CloudWatch Features:
- Metrics
- Alarm
- Logs
- Events
CloudWatch Metrics:
- Metrics are sent from many services.
- EC2 for example are sent every 5 mins (free).
- This can be changed to every minute for a cost.
- CloudWatch Agent required for system level metrics (Memory/Disk).
- Can also publish custom metrics: Standard Resolution: 1 Min, High Res: 1 sec.
- Metrics exist within a region, cannot be deleted, expire after 15 months (default).
- Metrics are uniquely defined by: Name, Namespace and zero or more dimensions.
- Timestamps are two weeks in the past to two weeks in the future.
- Metric retention depends on data period length:
- <60 seconds = Retained for 3 hours, 60 seconds = 15 day retention, 300 seconds = 63 Day retention and 3600 seconds = 455 Days retention.
CloudWatch Alarm:
- Metric Alarm performs an action based on single metric.
- Composite Alarm rule expression includes multiple alarms.
- Can create custom alarm using 'set-alarm-state' API/CLI Command.
- Metric Alarm States: OK, Alarm and Insufficient_Data.
Namespaces:
- A namespace is simply a container for metrics of different services.
- Metrics in different namespaces are isolated.
- Namespace for each data point you publish must be specified.
Dimensions:
- A way to further categorise a namespace.
- Key-Value pairs.
- Up to 10 dimensions for a metric.
- Dimensions are categories that define characteristics of each metric.
- Enable to organise and filter metric data based on specific attributes.
- Attributes could be resource-id, service type etc.
CloudWatch Statistics:
- Statistics of data collected from metrics of Data Points (EC2 etc).
- Examples include: Averages (min, max, samplecount etc).
CloudWatch API Metrics:
- 'GetMetricData' = Retrieve up to 500 Metrics in a single call.
- 'PutMetricData' = Publishes metric data points to CloudWatch.

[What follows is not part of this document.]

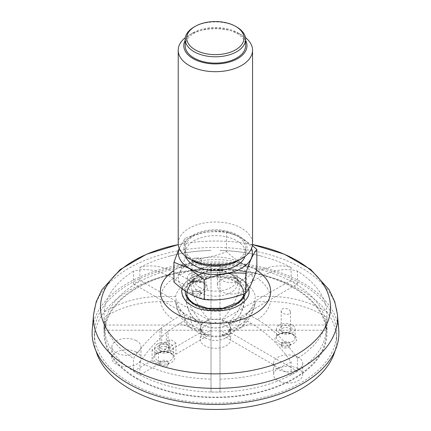 <?xml version="1.0" encoding="UTF-8"?>
<svg xmlns="http://www.w3.org/2000/svg" width="431" height="431" viewBox="0 0 431 431"><rect width="100%" height="100%" fill="white"/><g stroke="black" fill="none" stroke-linecap="round" stroke-linejoin="round"><path stroke-width="0.32" stroke-dasharray="2.15 1.62" d="M182.027 288.77C183.283 280.84 196.902 273.006 210.619 272.3C224.476 272.15 233.99 273.981 239.167 277.801C243.634 280.01 246.812 283.69 248.698 288.829A33.672 19.546 -0.3 0 0 239.167 277.801A33.672 19.546 -0.3 0 0 204.892 273.152A33.672 19.546 -0.3 0 0 182.081 288.808M92.272 329.677A123.379 71.234 180 0 1 171.118 266.735A123.379 71.234 180 0 1 302.745 282.828A123.379 71.234 180 0 1 338.728 329.677M301.145 283.754A121.116 69.924 180 0 1 336.616 333.201A121.116 69.924 180 0 1 215.5 403.125A121.116 69.924 180 0 1 94.384 333.201A121.116 69.924 180 0 1 122.716 288.253A121.116 69.924 180 0 1 301.145 283.754M181.683 291.798A33.672 19.546 -0.3 0 0 181.688 291.922A33.672 19.546 -0.3 0 0 215.446 311.236A33.672 19.546 -0.3 0 0 249.032 291.615A33.672 19.546 -0.3 0 0 249.032 291.593M186.806 293.484A28.565 16.577 -0.3 0 0 186.801 293.872A28.565 16.577 -0.3 0 0 195.168 305.46A28.565 16.577 -0.3 0 0 226.286 308.962A28.565 16.577 -0.3 0 0 243.935 293.608A28.565 16.577 -0.3 0 0 243.553 290.903A28.565 16.577 -0.3 0 0 215.29 277.095A28.565 16.577 -0.3 0 0 187.156 291.162A28.565 16.577 -0.3 0 0 186.935 292.164M215.893 322.334A0.56 0.323 179.7 0 1 215.107 322.797A0.56 0.323 179.7 0 1 215.893 322.334M199.725 292.471A22.153 12.79 180 0 1 193.239 283.431A22.153 12.79 180 0 1 197.721 275.716A22.153 12.79 180 0 1 233.063 275.716A22.153 12.79 180 0 1 237.546 283.431A22.153 12.79 180 0 1 223.867 295.246A22.153 12.79 180 0 1 199.725 292.471M199.725 287.412A22.153 12.79 180 0 1 193.239 278.372A22.153 12.79 180 0 1 215.392 265.582A22.153 12.79 180 0 1 237.546 278.372A22.153 12.79 180 0 1 223.867 290.187A22.153 12.79 180 0 1 199.725 287.412M189.204 293.489A37.039 21.383 180 0 1 196.875 259.85A37.039 21.383 180 0 1 251.165 272.834A37.039 21.383 180 0 1 233.909 296.889A37.039 21.383 180 0 1 189.204 293.489M173.93 282.009C177.626 277.612 181.327 269.634 185.039 258.072C198.826 259.5 212.645 257.366 226.501 251.661L226.501 231.916C212.715 230.488 198.896 232.627 185.039 238.332L179.167 248.283M256.849 269.181C246.764 266.918 236.646 261.078 226.501 251.661M185.039 258.072L185.039 238.332M252.388 245.551L239.399 236.721L226.501 231.916M179.231 248.445A37.039 21.383 180 0 1 215.392 231.695A37.039 21.383 180 0 1 251.548 248.445M185.745 256.413A30.202 17.439 180 0 1 185.19 253.078A30.202 17.439 180 0 1 215.392 235.638A30.202 17.439 180 0 1 245.595 253.078A30.202 17.439 180 0 1 245.034 256.413M194.036 260.351A30.202 17.439 180 0 1 185.19 248.019A30.202 17.439 180 0 1 215.392 230.585A30.202 17.439 180 0 1 245.595 248.019A30.202 17.439 180 0 1 226.948 264.128A30.202 17.439 180 0 1 194.036 260.351M193.05 260.917A31.598 18.242 180 0 1 193.05 235.121A31.598 18.242 180 0 1 237.734 235.121A31.598 18.242 180 0 1 237.734 260.917M178.218 243.467A37.174 21.458 180 0 1 215.392 222.008A37.174 21.458 180 0 1 252.561 243.467M245.438 37.599A37.174 21.458 0 0 0 241.678 35.056L241.678 35.056A37.174 21.458 0 0 0 189.107 35.056A37.174 21.458 0 0 0 185.341 37.599M245.595 40.32A31.598 18.242 0 0 0 237.734 32.783L241.678 35.056L237.734 32.783A31.598 18.242 0 0 0 193.05 32.783A31.598 18.242 0 0 0 185.19 40.32M185.19 45.681A30.202 17.439 180 0 1 215.392 28.241A30.202 17.439 180 0 1 245.595 45.681M236.748 27.029A30.202 17.439 0 0 0 194.036 27.029M96.011 350.947A121.116 69.924 180 0 1 94.384 339.526A121.116 69.924 180 0 1 122.716 294.572A121.116 69.924 180 0 1 256.924 273.814A121.116 69.924 180 0 1 336.616 339.526A121.116 69.924 180 0 1 334.989 350.947M135.776 351.804A14.557 8.404 180 0 1 140.975 358.242A14.557 8.404 180 0 1 126.412 366.646A14.557 8.404 180 0 1 111.855 358.242A14.557 8.404 180 0 1 120.26 350.624A14.557 8.404 180 0 1 135.776 351.804M203.874 333.89A15.177 8.765 180 0 1 220.694 331.288A15.177 8.765 180 0 1 230.677 339.526A15.177 8.765 180 0 1 215.5 348.286A15.177 8.765 180 0 1 200.323 339.526A15.177 8.765 180 0 1 203.874 333.89M297.482 368.268A14.557 8.404 180 0 1 302.681 374.706A14.557 8.404 180 0 1 288.123 383.111A14.557 8.404 180 0 1 273.566 374.706A14.557 8.404 180 0 1 281.971 367.088A14.557 8.404 180 0 1 297.482 368.268M241.322 279.18A14.557 8.404 180 0 1 246.521 285.618A14.557 8.404 180 0 1 231.964 294.028A14.557 8.404 180 0 1 217.402 285.618A14.557 8.404 180 0 1 225.812 278A14.557 8.404 180 0 1 241.322 279.18M135.776 340.42A14.557 8.404 180 0 1 140.975 346.863A14.557 8.404 180 0 1 126.412 355.268A14.557 8.404 180 0 1 111.855 346.863A14.557 8.404 180 0 1 120.26 339.245A14.557 8.404 180 0 1 135.776 340.42M297.482 356.884A14.557 8.404 180 0 1 302.681 363.322A14.557 8.404 180 0 1 288.123 371.727A14.557 8.404 180 0 1 273.566 363.322A14.557 8.404 180 0 1 281.971 355.704A14.557 8.404 180 0 1 297.482 356.884M203.874 322.507A15.177 8.765 180 0 1 220.694 319.904A15.177 8.765 180 0 1 230.677 328.142A15.177 8.765 180 0 1 215.5 336.907A15.177 8.765 180 0 1 200.323 328.142A15.177 8.765 180 0 1 203.874 322.507M241.322 267.802A14.557 8.404 180 0 1 246.521 274.24A14.557 8.404 180 0 1 231.964 282.644A14.557 8.404 180 0 1 217.402 274.24A14.557 8.404 180 0 1 225.812 266.622A14.557 8.404 180 0 1 241.322 267.802M130.668 287.046A110.74 63.933 180 0 1 253.374 268.06A110.74 63.933 180 0 1 326.24 328.142A110.74 63.933 180 0 1 215.5 392.075A110.74 63.933 180 0 1 104.76 328.142A110.74 63.933 180 0 1 130.668 287.046M189.543 273.981A9.293 5.366 180 0 1 199.839 272.387A9.293 5.366 180 0 1 205.953 277.429A9.293 5.366 180 0 1 196.66 282.795A9.293 5.366 180 0 1 187.366 277.429A9.293 5.366 180 0 1 189.543 273.981M191.914 275.129A6.196 3.577 180 0 1 200.846 274.789A6.196 3.577 180 0 1 201.04 279.956A6.196 3.577 180 0 1 192.28 279.956A6.196 3.577 180 0 1 191.914 275.129M193.099 276.971A4.644 2.683 180 0 1 196.536 276.012A4.644 2.683 180 0 1 201.304 278.695A4.644 2.683 180 0 1 199.946 280.592A4.644 2.683 180 0 1 193.374 280.592A4.644 2.683 180 0 1 192.01 278.695A4.644 2.683 180 0 1 193.099 276.971M156.906 344.294A9.293 5.366 180 0 1 167.206 342.699A9.293 5.366 180 0 1 173.321 347.742A9.293 5.366 180 0 1 164.028 353.108A9.293 5.366 180 0 1 154.734 347.742A9.293 5.366 180 0 1 156.906 344.294M159.281 345.441A6.196 3.577 180 0 1 168.214 345.107A6.196 3.577 180 0 1 168.408 350.274A6.196 3.577 180 0 1 159.648 350.274A6.196 3.577 180 0 1 159.281 345.441M160.467 347.284A4.644 2.683 180 0 1 165.617 346.486A4.644 2.683 180 0 1 168.672 349.008A4.644 2.683 180 0 1 168.042 350.355A4.644 2.683 180 0 1 167.314 350.904A4.644 2.683 180 0 1 160.741 350.904A4.644 2.683 180 0 1 159.378 349.008A4.644 2.683 180 0 1 160.467 347.284M278.695 325.453A9.293 5.366 180 0 1 288.991 323.859A9.293 5.366 180 0 1 295.106 328.901A9.293 5.366 180 0 1 285.812 334.267A9.293 5.366 180 0 1 276.524 328.901A9.293 5.366 180 0 1 278.695 325.453M281.071 326.601A6.196 3.577 180 0 1 289.998 326.267A6.196 3.577 180 0 1 290.198 331.434A6.196 3.577 180 0 1 281.432 331.434A6.196 3.577 180 0 1 281.071 326.601M282.257 328.444A4.644 2.683 180 0 1 290.101 329.128A4.644 2.683 180 0 1 290.462 330.168A4.644 2.683 180 0 1 289.099 332.064A4.644 2.683 180 0 1 282.531 332.064A4.644 2.683 180 0 1 281.168 330.168A4.644 2.683 180 0 1 282.257 328.444M130.668 292.105A110.74 63.933 180 0 1 253.374 273.119A110.74 63.933 180 0 1 326.24 333.201A110.74 63.933 180 0 1 215.5 397.134A110.74 63.933 180 0 1 104.76 333.201A110.74 63.933 180 0 1 130.668 292.105M136.649 378.725A111.516 64.381 -0 0 0 258.174 392.684A111.516 64.381 -0 0 0 327.016 333.201A111.516 64.381 -0 0 0 215.5 268.815A111.516 64.381 -0 0 0 103.984 333.201A111.516 64.381 -0 0 0 136.649 378.725M290.101 310.95L290.451 312.141C290.704 315.896 280.904 314.237 281.174 310.708C280.931 307.626 288.501 307.739 290.101 310.95M297.465 358.452C285.688 341.309 272.376 328.379 257.533 319.657L246.871 313.499A40.126 23.166 -0 0 0 255.373 301.646L270.452 301.646C291.464 301.808 310.288 307.055 326.924 317.394A111.516 64.381 -0 0 1 297.465 358.452L297.465 371.29L228.586 331.52L228.586 330.766A14.713 8.496 -0 0 0 229.513 329.473A40.018 32.675 0 0 0 255.012 304.054A40.018 32.675 0 0 0 255.373 301.646M228.586 330.766A40.018 23.107 -120 0 0 240.212 328.072A40.018 23.107 -120 0 0 246.871 313.499M205.097 337.942A14.713 8.496 0 0 0 221.13 339.784A14.713 8.496 0 0 0 230.213 331.935A14.713 8.496 0 0 0 215.5 323.439A14.713 8.496 0 0 0 200.787 331.935A14.713 8.496 0 0 0 205.097 337.942M229.513 329.473L229.513 330.227A14.713 8.496 -0 0 0 230.213 327.635A14.713 8.496 -0 0 0 229.513 325.044L229.513 324.284A14.713 8.496 -0 0 0 228.586 322.991L228.586 323.751A14.713 8.496 -0 0 0 222.229 320.082L222.229 319.328A14.713 8.496 -0 0 0 219.993 318.789L219.993 319.543A14.713 8.496 -0 0 0 211.007 319.543L211.007 318.789A14.713 8.496 -0 0 0 208.771 319.328L208.771 320.082A14.713 8.496 -0 0 0 202.414 323.751L202.414 322.991A14.713 8.496 -0 0 0 201.487 324.284L201.487 325.044A14.713 8.496 -0 0 0 200.787 327.635A14.713 8.496 -0 0 0 201.487 330.227L201.487 329.473A14.713 8.496 -0 0 0 202.414 330.766L202.414 331.52A14.713 8.496 -0 0 0 205.097 333.642A14.713 8.496 -0 0 0 208.771 335.189L208.771 334.434A14.713 8.496 -0 0 0 211.007 334.968L211.007 335.727A14.713 8.496 -0 0 0 219.993 335.727L219.993 334.968A14.713 8.496 -0 0 0 222.229 334.434L222.229 335.189A14.713 8.496 -0 0 0 228.586 331.52M208.771 334.434A40.018 23.107 -60 0 1 200.318 333.572A40.018 23.107 -60 0 1 190.48 317.168L179.819 323.325L168.042 331.353L168.042 347.828L175.95 343.259L175.95 354.137A13.167 7.602 0 0 0 169.599 350.468L202.414 331.52M175.95 354.137L208.771 335.189M175.95 343.259A13.167 7.602 -0 0 0 169.599 339.59L169.599 350.468M219.993 334.968L219.993 322.076A40.126 23.166 -0 0 0 240.52 317.168A40.018 23.107 60 0 1 230.682 333.572A40.018 23.107 60 0 1 222.229 334.434M240.52 317.168L251.181 323.325C266.04 332.059 279.347 344.989 291.114 362.121L291.114 374.959A111.516 64.381 -0 0 0 297.465 371.29M211.007 335.727L211.007 391.968A111.516 64.381 -0 0 0 219.993 391.968L219.993 322.076M190.48 317.168A40.126 23.166 -0 0 0 211.007 322.076L211.007 334.968M211.007 322.076L211.007 391.968M201.487 329.473A40.018 32.675 0 0 1 175.988 304.054A40.018 32.675 0 0 1 175.627 301.646A40.126 23.166 -0 0 0 184.129 313.499A40.018 23.107 120 0 0 190.788 328.072A40.018 23.107 120 0 0 202.414 330.766M184.129 313.499L173.467 319.657L161.69 327.689L161.69 344.159L169.599 339.59M201.487 325.044L104.076 325.044A111.516 64.381 -0 0 0 103.984 327.635A111.516 64.381 -0 0 0 104.076 330.227L104.076 317.394C120.734 307.05 139.558 301.802 160.547 301.646L175.627 301.646M202.414 322.991A40.018 23.107 60 0 1 184.129 284.611A40.126 23.166 -0 0 0 175.627 296.463A40.018 32.675 180 0 0 201.487 324.284M175.627 296.463L160.547 296.463C139.536 296.62 120.712 301.867 104.076 312.206L104.076 325.044M208.771 320.082L139.886 280.312A111.516 64.381 -0 0 0 133.535 283.981L133.535 271.142C145.312 267.603 158.624 270.038 173.467 278.453L184.129 284.611M211.007 318.789L211.007 276.034A40.126 23.166 -0 0 0 190.48 280.942A40.018 23.107 -120 0 0 208.771 319.328M190.48 280.942L179.819 274.784C164.96 266.369 151.653 263.934 139.886 267.479L139.886 280.312M219.993 319.543L219.993 263.303A111.516 64.381 -0 0 0 211.007 263.303L211.007 276.034M222.229 319.328A40.018 23.107 120 0 0 240.52 280.942A40.126 23.166 -0 0 0 219.993 276.034L219.993 318.789M219.993 276.034L219.993 263.303M228.586 323.751L297.465 283.981A111.516 64.381 -0 0 0 291.114 280.312L291.114 267.479C279.336 263.934 266.024 266.369 251.181 274.784L240.52 280.942M229.513 324.284A40.018 32.675 180 0 0 255.373 296.463A40.126 23.166 -0 0 0 246.871 284.611A40.018 23.107 -60 0 1 228.586 322.991M246.871 284.611L257.533 278.453C272.392 270.038 285.699 267.597 297.465 271.142A111.516 64.381 -0 0 1 326.924 312.206C310.266 301.862 291.442 296.614 270.452 296.463L255.373 296.463M168.042 347.828A4.644 2.683 -0 0 0 168.672 346.476A4.644 2.683 -0 0 0 166.344 344.153A4.644 2.683 -0 0 0 161.69 344.159M229.513 330.227L326.924 330.227A111.516 64.381 -0 0 0 327.016 327.635A111.516 64.381 -0 0 0 326.924 325.044L229.513 325.044M326.924 325.044L326.924 312.206M326.924 330.227L326.924 317.394M222.229 335.189L291.114 374.959M219.993 379.129A111.516 64.381 -0 0 0 291.114 362.121M219.993 391.968L219.993 335.727M139.886 362.121C147.741 350.592 156.566 340.786 166.361 332.71L166.361 348.798L158.452 353.366L158.452 364.238L139.886 374.959L139.886 362.121A111.516 64.381 -0 0 0 211.007 379.129M168.042 331.353L166.361 332.71M152.1 349.697L152.1 360.575L133.535 371.29L133.535 358.452C141.481 346.82 150.306 337.015 160.009 329.042L160.009 345.129L152.1 349.697A13.167 7.602 -0 0 0 158.452 353.366M152.1 360.575A13.167 7.602 0 0 0 158.452 364.238M160.009 345.129A4.644 2.683 -0 0 0 159.378 346.476A4.644 2.683 -0 0 0 161.711 348.803A4.644 2.683 -0 0 0 166.361 348.798M133.535 371.29A111.516 64.381 -0 0 0 136.649 373.16A111.516 64.381 -0 0 0 139.886 374.959M160.009 329.042L161.69 327.689M104.076 317.394A111.516 64.381 -0 0 0 133.535 358.452M104.076 330.227L201.487 330.227M133.535 271.142A111.516 64.381 -0 0 0 104.076 312.206M133.535 283.981L202.414 323.751M196.536 257.991C199.44 257.927 201.029 258.492 201.304 259.688C201.6 262.36 191.671 262.608 192.01 260.076C192.253 258.956 193.761 258.261 196.536 257.991M169.965 256.03A111.516 64.381 -0 0 1 211.007 250.47L211.007 250.384C197.015 250.713 183.337 252.598 169.965 256.03A111.516 64.381 -0 0 0 139.886 267.479M211.007 263.303L211.007 319.543M219.993 250.384L219.993 250.47A111.516 64.381 -0 0 1 261.035 256.03C247.663 252.598 233.985 250.713 219.993 250.384M291.114 267.479A111.516 64.381 -0 0 0 261.035 256.03M291.114 280.312L222.229 320.082M297.465 283.981L297.465 271.142M193.099 292.143A4.644 2.683 180 0 1 198.249 291.351A4.644 2.683 180 0 1 201.304 293.867A4.644 2.683 180 0 1 196.66 296.55A4.644 2.683 180 0 1 192.01 293.867A4.644 2.683 180 0 1 193.099 292.143M199.946 294.502A4.644 2.683 -0 0 0 201.304 292.606A4.644 2.683 -0 0 0 198.249 290.085A4.644 2.683 -0 0 0 193.099 290.882A4.644 2.683 -0 0 0 192.01 292.606A4.644 2.683 -0 0 0 194.882 295.084A4.644 2.683 -0 0 0 199.946 294.502M160.467 362.46A4.644 2.683 180 0 1 165.617 361.663A4.644 2.683 180 0 1 168.672 364.184A4.644 2.683 180 0 1 164.028 366.867A4.644 2.683 180 0 1 159.378 364.184A4.644 2.683 180 0 1 160.467 362.46M167.314 364.815A4.644 2.683 -0 0 0 168.672 362.918A4.644 2.683 -0 0 0 165.617 360.397A4.644 2.683 -0 0 0 160.467 361.194A4.644 2.683 -0 0 0 159.378 362.918A4.644 2.683 -0 0 0 162.25 365.396A4.644 2.683 -0 0 0 167.314 364.815M282.257 343.62A4.644 2.683 180 0 1 287.402 342.823A4.644 2.683 180 0 1 290.462 345.344A4.644 2.683 180 0 1 285.812 348.027A4.644 2.683 180 0 1 281.168 345.344A4.644 2.683 180 0 1 282.257 343.62M289.099 345.974A4.644 2.683 -0 0 0 290.462 344.078A4.644 2.683 -0 0 0 287.402 341.557A4.644 2.683 -0 0 0 282.257 342.354A4.644 2.683 -0 0 0 281.168 344.078A4.644 2.683 -0 0 0 284.034 346.556A4.644 2.683 -0 0 0 289.099 345.974M256.52 270.194A55.136 31.835 0 0 0 173.93 270.555M252.512 244.582A115.012 66.401 0 0 0 245.341 243.321A115.012 66.401 0 0 0 185.659 243.321A115.012 66.401 0 0 0 178.272 244.625L185.659 243.321C205.555 240.272 225.445 240.272 245.341 243.321L252.512 244.582M337.419 314.409A122.07 70.479 0 0 0 301.819 268.055A122.07 70.479 0 0 0 171.586 252.135A122.07 70.479 0 0 0 93.581 314.409M245.331 293.279A30.116 17.477 -0.3 0 0 236.651 279.256A30.116 17.477 -0.3 0 0 204.391 275.436A30.116 17.477 -0.3 0 0 185.265 291.076M186.801 293.872L186.795 293.118A28.57 16.583 -0.3 0 0 195.162 304.712A28.57 16.583 -0.3 0 0 226.28 308.213A28.57 16.583 -0.3 0 0 243.935 292.854A28.57 16.583 -0.3 0 0 216.163 276.346A28.57 16.583 -0.3 0 0 186.838 292.105M155.72 353.835A10.84 6.26 180 0 1 174.216 355.72A10.84 6.26 180 0 1 162.142 364.023A10.84 6.26 180 0 1 155.72 353.835M277.51 334.995A10.84 6.26 180 0 1 296 336.88A10.84 6.26 180 0 1 283.932 345.183A10.84 6.26 180 0 1 277.51 334.995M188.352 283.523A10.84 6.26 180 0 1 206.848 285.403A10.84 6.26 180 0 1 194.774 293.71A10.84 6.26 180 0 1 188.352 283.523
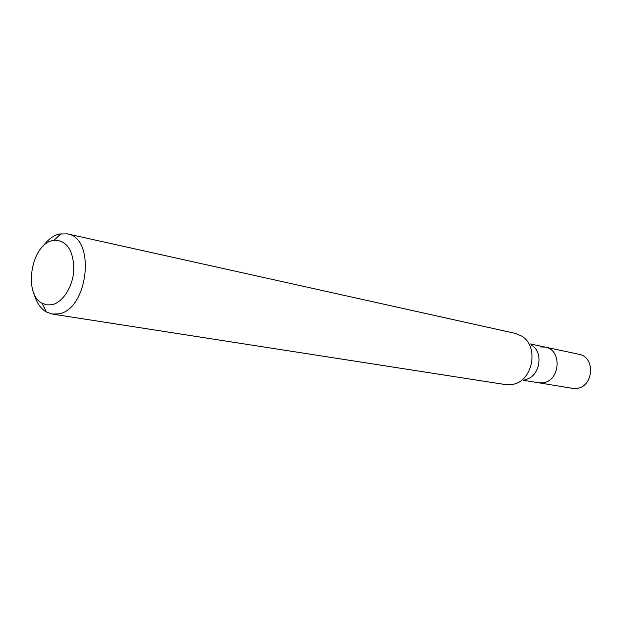 <?xml version="1.0" encoding="UTF-8"?>
<svg xmlns="http://www.w3.org/2000/svg" width="622" height="622" viewBox="0 0 622 622"><rect width="100%" height="100%" fill="white"/><g stroke="black" fill="none" stroke-linecap="round" stroke-linejoin="round"><path stroke-width="0.93" d="M523.289 380.252L572.512 388.353L576.275 388.455C593.606 387.522 595.946 356.911 578.942 354.283L545.206 347.099C562.677 349.782 560.165 381.815 542.353 382.849L538.481 382.748L542.353 382.849C560.165 381.815 562.677 349.782 545.206 347.099L540.425 346.921M531.476 345.109C544.437 352.386 539.686 377.546 524.968 379.607M52.178 314.04L505.515 384.59L512.334 384.443C532.906 381.636 539.608 346.112 521.477 335.997L515.179 333.376L67.308 233.864C96.2 237.728 88.231 310.191 58.328 313.885L52.178 314.04L46.331 311.987C40.399 308.442 36.278 302.245 33.961 293.39M42.825 246.46C47.606 239.843 53.026 235.707 59.098 234.051L67.308 233.864M51.82 304.757L46.852 304.904L42.21 303.287C22.975 294.058 31.116 244.555 52.497 240.558L54.114 240.24C66.57 240.325 73.163 249.826 73.886 268.743C73.396 285.848 63.032 302.58 51.82 304.757M530.146 343.896L545.206 347.099M42.21 303.287L46.331 311.987M54.114 240.24L61.111 233.647"/></g></svg>

If it doesnt exist, it is created.
- 'GetMetricStatistics' = Get stats for specified metric, aggregates data points based on time specified (Max No. of Data Points is 1440 in single call).
Unified CloudWatch Agent:
- Used to collect internal system-level metrics for AWS and On-Prem devices.
- Can collect custom app metrics.
- Can collect logs for Windows/Linux.
- Installation process is as follows:
- Create IAM role to enable metric collection.
- install/download agent package.
- Update CloudWatch agent config file.
- Start agent.
When starting the agent, you must attach an instance profile or specify a named profile for On-Prem, or you can integrate it with Systems Manager.
CloudWatch Logs:
- Gather and centralise logs for apps and system logs.
- Define expiration policies and KMS Encryption.
- Send the logs to: S3, Kinesis Streams or Kinesis Firehose.
- Log Insights used to interactively search and analyze data.
- Create alarms based on API activity captured by CloudTrail.
- Logs are kept indefinitely (Default).
- CloudWatch logs can be used with Route 53 for DNS Queries.
Log Components:
- Events: Record or activity by monitored resource.
- Stream: Sequence of events that share same resource.
- Groups: Groups of log streams that share retention/monitoring settings.
- Metric Filters: Used to extract metric observations from ingested events and transform them to Data Points in CloudWatch Metric.
- Retention Setting: How long log events are kept in the CloudWatch Logs.
EventBridge (Formally CloudWatch Events):
- It is a serverless service.
- It helps to create Event-Driven architecture.
- Services and Applications send events to the EventBridge Event Bus.
- The EventBridge has some configured rules defined by the user.
- These rules invoke a remediation or trigger a 'Target' action.
- Common targets can be Lambda or Kinesis.